Vous pouvez voir la forme de ce changement dans les annonces publiques. TeraWulf a signé des accords d’hébergement d’IA de longue durée liés à une capacité à grande échelle, avec Google impliqué dans la structure selon le communiqué de la société. DataCenterDynamics a signalé que Riot évaluait également les options permettant de faire pivoter la capacité vers l’IA et le HPC.
Faites un zoom arrière et imaginez ce que cela signifie sur le terrain. Les équipes gèrent le pouvoir de négociation, gèrent les actionnaires, planifient les centres de données, achètent des machines et continuent de participer à la course au hachage la plus dure au monde. Cela représente beaucoup de pièces mobiles, et les pièces mobiles créent un comportement réflexif du marché lorsque le prix commence à baisser.
C’est pourquoi je pense que le marché a l’impression d’être en hiver sous le capot, même si le graphique n’a pas encore donné son effet cathartique complet.
Pourquoi un fond de style 49 000 $ convient toujours, même si 2026 reste économiquement ennuyeux
Assemblez les pièces et le chemin est assez simple.

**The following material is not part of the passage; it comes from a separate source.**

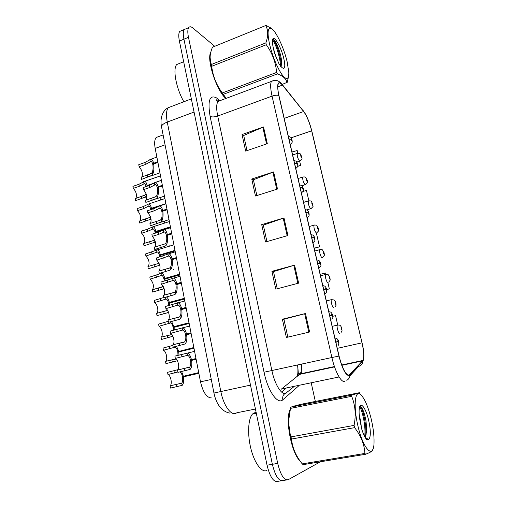 <?xml version="1.0" encoding="UTF-8"?>
<svg xmlns="http://www.w3.org/2000/svg" width="507" height="507" viewBox="0 0 507 507"><rect width="100%" height="100%" fill="white"/><g stroke="black" fill="none" stroke-linecap="round" stroke-linejoin="round"><path stroke-width="0.76" d="M297.432 376.181C298.021 373.19 298.072 369.476 297.577 365.04M281.607 392.069L286.056 388.337M211.356 397.9C206.672 397.729 203.053 392.374 200.499 381.834L155.186 148.399C154.248 143.164 154.578 139.526 156.175 137.492L158.837 136.516M294.497 405.917L292.102 406.62L294.497 405.917M348.962 375.231C345.559 374.692 342.263 368.31 339.075 356.079L278.939 95.589C277.64 89.72 277.443 85.784 278.349 83.794C279.186 82.375 280.548 82.812 282.437 85.119L303.642 111.527C306.83 115.945 309.498 122.371 311.653 130.812L362.011 342.827C363.937 351.421 364.241 357.296 362.936 360.445L348.962 375.231M349.076 375.725L362.759 361.314C364.248 359.108 364.267 354.013 362.809 346.021L311.78 130.92C309.973 123.676 307.635 117.649 304.764 112.846L282.367 84.726C277.76 80.068 276.562 83.642 278.78 95.449L338.942 356.098C342.212 368.64 345.59 375.186 349.076 375.725M186.189 28.709L184.174 29.558C183.078 31.282 182.995 34.489 183.927 39.185L272.36 464.304C275.295 476.086 278.844 481.492 283.007 480.516C278.844 481.492 275.295 476.086 272.36 464.304L183.927 39.185C182.995 34.489 183.078 31.282 184.174 29.558L188.674 27.657C187.603 29.374 187.539 32.587 188.477 37.29L277.703 463.398C280.656 475.217 284.18 480.642 288.287 479.673L320.411 461.776M247.023 150.623L243.709 135.47L263.539 126.972L242.042 134.532L245.661 151.092L267.297 143.696L263.539 126.972M243.74 135.597L242.042 134.532M256.859 195.55L253.399 179.757L273.634 171.905L251.764 179.028L255.465 195.994L277.487 189.041L273.634 171.905M253.424 179.858L251.764 179.028M287.83 337.13L283.92 319.239L305.461 313.535L282.38 319.207L286.366 337.472L309.612 332.003L305.461 313.535M283.926 319.271L282.38 319.207M277.253 288.762L273.495 271.6L294.586 265.142L271.917 271.321L275.808 289.142L298.636 283.147L294.586 265.142M273.507 271.657L271.917 271.321M266.929 241.585L263.323 225.121L283.983 217.947L261.72 224.614L265.516 241.991L287.932 235.508L283.983 217.947M263.342 225.203L261.72 224.614M281.043 389.382L299.631 374.362L300.537 373.139C301.45 371.181 301.779 368.196 301.532 364.178M290.004 409.719C285.048 419.878 291.5 453.334 300.093 461.021C291.5 453.334 285.048 419.878 290.004 409.719M210.785 52.348C206.21 59.123 216.844 91.412 225.894 98.459C216.844 91.412 206.21 59.123 210.785 52.348M214.657 46.245L192.913 28.043C191.038 26.503 189.624 26.377 188.674 27.657M315.341 401.449L311.26 383.083M297.66 166.391L300.651 165.421L299.65 161.131M297.824 153.26L297.191 150.547L291.956 151.98M326.679 289.573L329.341 288.895L327.852 282.5M325.944 274.293L325.646 273.013L320.202 274.312M337.706 324.911L335.558 315.658L332.807 316.279M308.864 200.785L306.475 190.486L303.078 191.373M314.201 248.329L319.568 246.833L316.355 233.024M319.568 246.833L314.163 248.164M329.341 288.895L326.673 289.516M300.651 165.421L297.704 166.214M181.74 30.585L179.687 31.447C178.572 33.177 178.477 36.384 179.396 41.073L267.043 465.204C269.958 476.954 273.533 482.334 277.766 481.352L281.322 480.782M196.12 359.286L190.575 360.642C190.993 363.589 190.702 365.737 189.7 367.1L177.653 369.983C179.941 368.133 178.204 359.507 175.333 358.392L174.902 356.123L187.584 353.056C189.314 353.892 190.594 356.079 191.424 359.615L195.981 358.544M191.564 360.357C192.166 364.653 191.69 367.67 190.144 369.4L177.97 372.366L177.539 370.085M196.025 358.791L190.467 360.103C189.852 357.492 188.915 355.889 187.653 355.287L175.333 358.392M190.467 360.103L191.424 359.615M198.845 373.317L182.526 377.024C182.932 379.87 182.672 381.91 181.734 383.153L170.13 385.808C172.469 384.027 170.834 375.503 167.969 374.515L167.564 372.315L177.843 369.692M183.458 376.809C184.028 380.96 183.597 383.818 182.159 385.383L170.491 388.07L170.079 385.852M198.744 372.791L182.431 376.498C181.924 374.248 181.145 372.715 180.074 371.885M177.894 371.967L167.969 374.515M335.881 342.238L337.884 341.794L338.6 343.169L337.922 340.254L337.852 341.667L338.125 341.129L338.442 342.263L337.884 341.794M335.875 342.2L338.099 341.693M182.431 376.498L198.706 372.594M337.852 341.667L335.805 341.895M181.633 371.523L183.319 376.093M341.211 328.593L341.794 328.441L341.015 327.097L341.667 329.911L341.731 328.568L341.471 329.068L341.167 327.966L341.699 328.447M341.731 328.568L341.838 328.631C341.952 331.141 342.44 329.968 341.192 332.3M255.515 412.305L252.594 413.946C248.138 418.605 247.245 434.36 250.946 448.872C254.59 463.43 261.935 473.044 266.948 470.452M371.238 419.15C367.981 406.05 364.33 397.761 360.281 394.281C354.881 389.927 353.271 406.367 357.853 425.563C363.31 450.165 374.001 459.963 374.039 442.066C374.166 435.424 373.234 427.788 371.238 419.15M290.663 407.191L351.883 395.08L359.412 392.71L300.163 404.459L290.663 407.191L288.603 421.013C288.572 426.476 289.383 431.761 291.037 436.876L291.506 439.056C292.374 447.681 295.828 455.799 301.874 463.411L303.059 464.666L365.604 454.266L364.901 453.435C364.425 444.481 360.99 435.881 354.596 427.648L291.506 439.056M351.883 395.08L351.668 396.316L290.296 408.42M291.037 436.876L354.076 425.398C356.129 414.941 355.325 405.251 351.668 396.316M354.076 425.398L354.596 427.648M289.402 412.787L288.54 421.266L290.378 437.82C292.216 446.154 294.7 452.751 297.831 457.618M361.333 427.496L360.826 422.027L359.209 414.65M364.825 436.85L365.61 436.191L366.719 430.747L366.016 421.019C364.457 413.034 362.67 408.243 360.648 406.639L359.723 406.677M364.742 436.698L366.219 434.157M368.671 420.379C365.927 408.122 360.369 400.688 359.317 408.312C358.874 411.316 359.089 415.379 359.964 420.499L361.84 429.423C363.348 434.176 364.913 437.509 366.529 439.423L368.862 439.309C370.871 436.742 370.807 430.43 368.671 420.379M368.862 439.309L366.206 438.359M302.248 463.88L364.901 453.435M372.721 449.633C373.285 450.641 370.915 452.181 365.604 454.266M364.641 436.502C366.073 428.212 362.86 411.823 359.71 406.709M365.293 437.674L365.832 433.732C366.396 425.196 363.487 411.323 360.686 406.665M180.01 63.217L176.702 64.554C172.532 69.072 176.24 88.643 183.87 101.755M287.228 62.101C284.021 47.956 275.713 30.306 271.144 28.43C267.671 27.429 267.157 32.746 269.591 44.382C272.665 56.531 276.702 66.474 281.702 74.218C286.385 80.359 288.762 79.878 288.838 72.761L287.228 62.101M266.175 25.35L212.465 47.221L266.175 25.35L272.512 29.393M212.465 47.221C210.595 51.701 209.828 55.871 210.158 59.737L211.305 64.509L265.871 42.892C268.317 36.016 268.285 30.255 265.776 25.597M265.871 42.892L266.295 44.73L211.685 66.303C212.896 76.164 216.445 85.056 222.326 92.965L226.185 98.352M210.075 57.069L211.146 67.444C213.485 78.743 219.899 92.331 225.108 97.325M211.305 64.509L211.685 66.303M276.423 58.432L273.051 47.176M283.831 58.692C281.163 46.524 272.988 33.158 272.474 40.528L272.779 45.294L274.224 52.297L279.123 64.148L282.088 67.71L283.673 68.445C285.086 67.837 285.143 64.585 283.831 58.692M280.675 66.455L281.658 62.76L281.29 58.723C279.978 50.294 275.276 39.717 273.292 39.426L272.633 39.654M179.041 91.304L179.624 92.819M282.184 84.422L287.247 82.299L288.648 76.012M222.326 92.965L276.626 72.431L277.43 73.895L223.2 94.353M276.626 72.431C275.738 62.367 272.297 53.134 266.295 44.73M286.905 82.673C286.322 78.934 283.166 76.012 277.43 73.895M280.415 66.037C280.479 58.058 275.738 43.944 272.589 39.806M281.208 65.79C281.29 57.804 276.499 43.545 273.355 39.451M191.126 333.549L185.644 335.064C186.063 337.985 185.784 340.178 184.808 341.642L183.826 342.263L172.982 344.741C175.181 342.928 173.438 334.607 170.606 333.359L170.181 331.122L182.843 327.763C184.485 328.53 185.695 330.589 186.475 333.948L190.987 332.814M186.614 334.677C187.203 338.942 186.747 342.022 185.245 343.911L173.21 347.156L172.786 344.906M191.05 333.15L185.543 334.531C184.966 332.053 184.079 330.539 182.881 329.994L170.606 333.359M185.543 334.531L186.475 333.948M186.196 308.148L180.784 309.815C181.195 312.711 180.929 314.948 179.985 316.514L179.015 317.198L168.362 319.828C170.479 318.06 168.736 310.024 165.941 308.649L165.523 306.437L178.153 302.78C179.712 303.484 180.853 305.423 181.588 308.611L186.056 307.426M181.728 309.333C182.311 313.567 181.874 316.71 180.416 318.757L179.434 319.378L168.508 322.268L168.09 320.044M186.139 307.844L180.682 309.289C180.137 306.938 179.301 305.512 178.166 305.011L165.941 308.649M180.682 309.289L181.588 308.611M181.329 283.077L175.98 284.896C176.392 287.767 176.138 290.042 175.219 291.709L174.275 292.463L163.799 295.239C165.84 293.515 164.091 285.745 161.327 284.25L160.922 282.063L173.521 278.102C174.991 278.742 176.075 280.58 176.766 283.603L181.195 282.367M176.899 284.319C177.482 288.521 177.063 291.721 175.644 293.921L174.687 294.611L163.869 297.698L163.457 295.499M181.291 282.862L175.885 284.376C175.371 282.139 174.579 280.796 173.502 280.333L161.327 284.25M175.885 284.376L176.766 283.603M176.525 258.329L172.139 259.622L171.246 260.294C171.651 263.146 171.41 265.453 170.517 267.221L169.592 268.038L159.299 270.966C160.801 267.328 159.965 263.722 156.783 260.154L156.371 258L168.939 253.728C170.327 254.311 171.353 256.041 172 258.925L176.392 257.626M172.139 259.622C172.716 263.798 172.317 267.056 170.935 269.401L169.997 270.161L159.287 273.431L158.881 271.264M176.499 258.202L171.144 259.78C170.663 257.657 169.915 256.384 168.901 255.965L156.783 260.154M171.144 259.78L172 258.925M335.704 303.028L335.057 301.551L335.704 304.333L335.78 303.053L335.514 303.497L335.209 302.413L335.754 302.933M335.78 303.053L335.894 303.142C335.9 306.044 336.667 304.263 335.032 306.95M328.891 281.943C331.077 278.901 329.899 280.827 330.025 277.982L329.182 276.347L329.823 279.084L329.905 277.868L329.632 278.261L329.322 277.19L329.88 277.747M324.15 253.031L323.384 251.466C323.079 252.188 323.289 253.088 324.011 254.165L324.112 253.012L323.827 253.354L323.517 252.296L324.087 252.892M324.112 253.012L324.239 253.151C323.954 255.946 325.608 253.931 322.763 257.258M173.8 269.661L173.66 269.103M318.098 228.771L317.788 227.725L318.364 228.353L317.661 226.902C317.344 227.567 317.547 228.454 318.282 229.576L318.39 228.473L318.092 228.771M318.39 228.473L318.523 228.638C318.123 231.268 320.164 229.43 316.71 232.84L316.286 232.998C314.498 230.755 313.732 228.144 313.979 225.152L314.454 225.007M176.132 359.026L165.669 361.326C167.925 359.583 166.271 351.357 163.45 350.236L163.045 348.068L172.881 345.4M177.399 360.75L165.941 363.62L165.536 361.434M179.003 355.141L178.73 351.921L193.978 348.239M193.896 347.802L177.723 351.712C177.152 349.234 176.29 347.72 175.143 347.168L163.45 350.236M329.746 315.652L331.743 315.272L332.465 316.672L331.8 313.801L331.717 315.145L332.003 314.663L332.313 315.785L331.743 315.272M331.603 315.284L331.965 315.202M177.723 351.712L193.839 347.523M331.717 315.145L329.664 315.31M178.73 351.921L177.824 352.226L177.995 355.382M176.62 346.319L178.591 351.212M171.911 334.55L161.251 337.155C163.431 335.444 161.771 327.497 158.989 326.255L158.59 324.112L168.324 321.292M172.893 336.249L161.448 339.475L161.049 337.32M174.326 330.07L174.059 327.345L189.174 323.479M189.105 323.13L173.077 327.237C172.538 324.879 171.727 323.447 170.637 322.94L158.989 326.255M323.688 289.421L325.69 289.11L326.419 290.543L325.76 287.703L325.659 288.984L325.957 288.553L326.274 289.662L325.69 289.11M173.077 327.237L173.926 326.647L189.035 322.775M325.659 288.984L323.612 289.085M174.059 327.345L173.179 327.744L173.375 330.311M171.594 321.47L173.926 326.647M167.576 310.379L156.891 313.282C158.989 311.615 157.322 303.927 154.578 302.571L154.185 300.448L163.831 297.476M168.413 312.039L167.399 312.8L157.005 315.627L156.612 313.497M169.693 305.315L169.446 303.078L184.428 299.029M184.377 298.762L168.495 303.059C167.982 300.822 167.215 299.466 166.176 299.003L154.578 302.571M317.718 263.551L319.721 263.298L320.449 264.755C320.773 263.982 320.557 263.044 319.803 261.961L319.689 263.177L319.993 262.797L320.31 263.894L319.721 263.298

La situation macroéconomique semble suffisamment résiliente pour qu’un événement de risque mondial synchronisé s’échappe de la voie centrale. Les probabilités de récession de Polymarket le reflètent. Les prévisionnistes de la croissance, le FMI, la Banque mondiale, l’OCDE, siègent dans le même voisinage.
Les composants internes de Bitcoin semblent toujours tendus, les frais en tant que part des revenus des mineurs ont été minimes, les flux d’ETF ont montré de réelles fenêtres d’aversion au risque et le marché des frais a semblé léthargique sur Mempool.
Cette combinaison crée des tensions.
La tension se résout généralement avec un mouvement rapide, deux ou trois jambes plus basses, un moment où l’effet de levier est rincé et une nouvelle base d’acheteurs intervient avec conviction.
Ma zone de 49 000 $ à 52 000 $ reste mon scénario de base pour ce type de transfert. C’est suffisamment proche pour paraître plausible à partir d’ici, et c’est suffisamment propre psychologiquement pour attirer de la taille, en particulier de la part des répartiteurs qui attendaient moins de 50 000 $ pour traiter Bitcoin comme un inventaire.
Les caractères génériques de macro existent toujours, et ils le seront toujours. La géopolitique peut toujours briser le monde des prévisions. Le marché d’une escalade entre la Chine et Taiwan a été activement négocié sur Polymarket, et ces probabilités évoluent rapidement lorsque les gros titres font la une des journaux.
Ma concentration reste volontairement ennuyeuse. Frais, flux ETF, comportement des mineurs.
Si ceux-ci restent faibles alors que les prix continuent de saigner, les chances d’une forte hausse jusqu’à 40 000 $ restent vivantes, même si l’économie mondiale continue d’avancer péniblement et que les actions continuent d’agir comme si de rien n’était.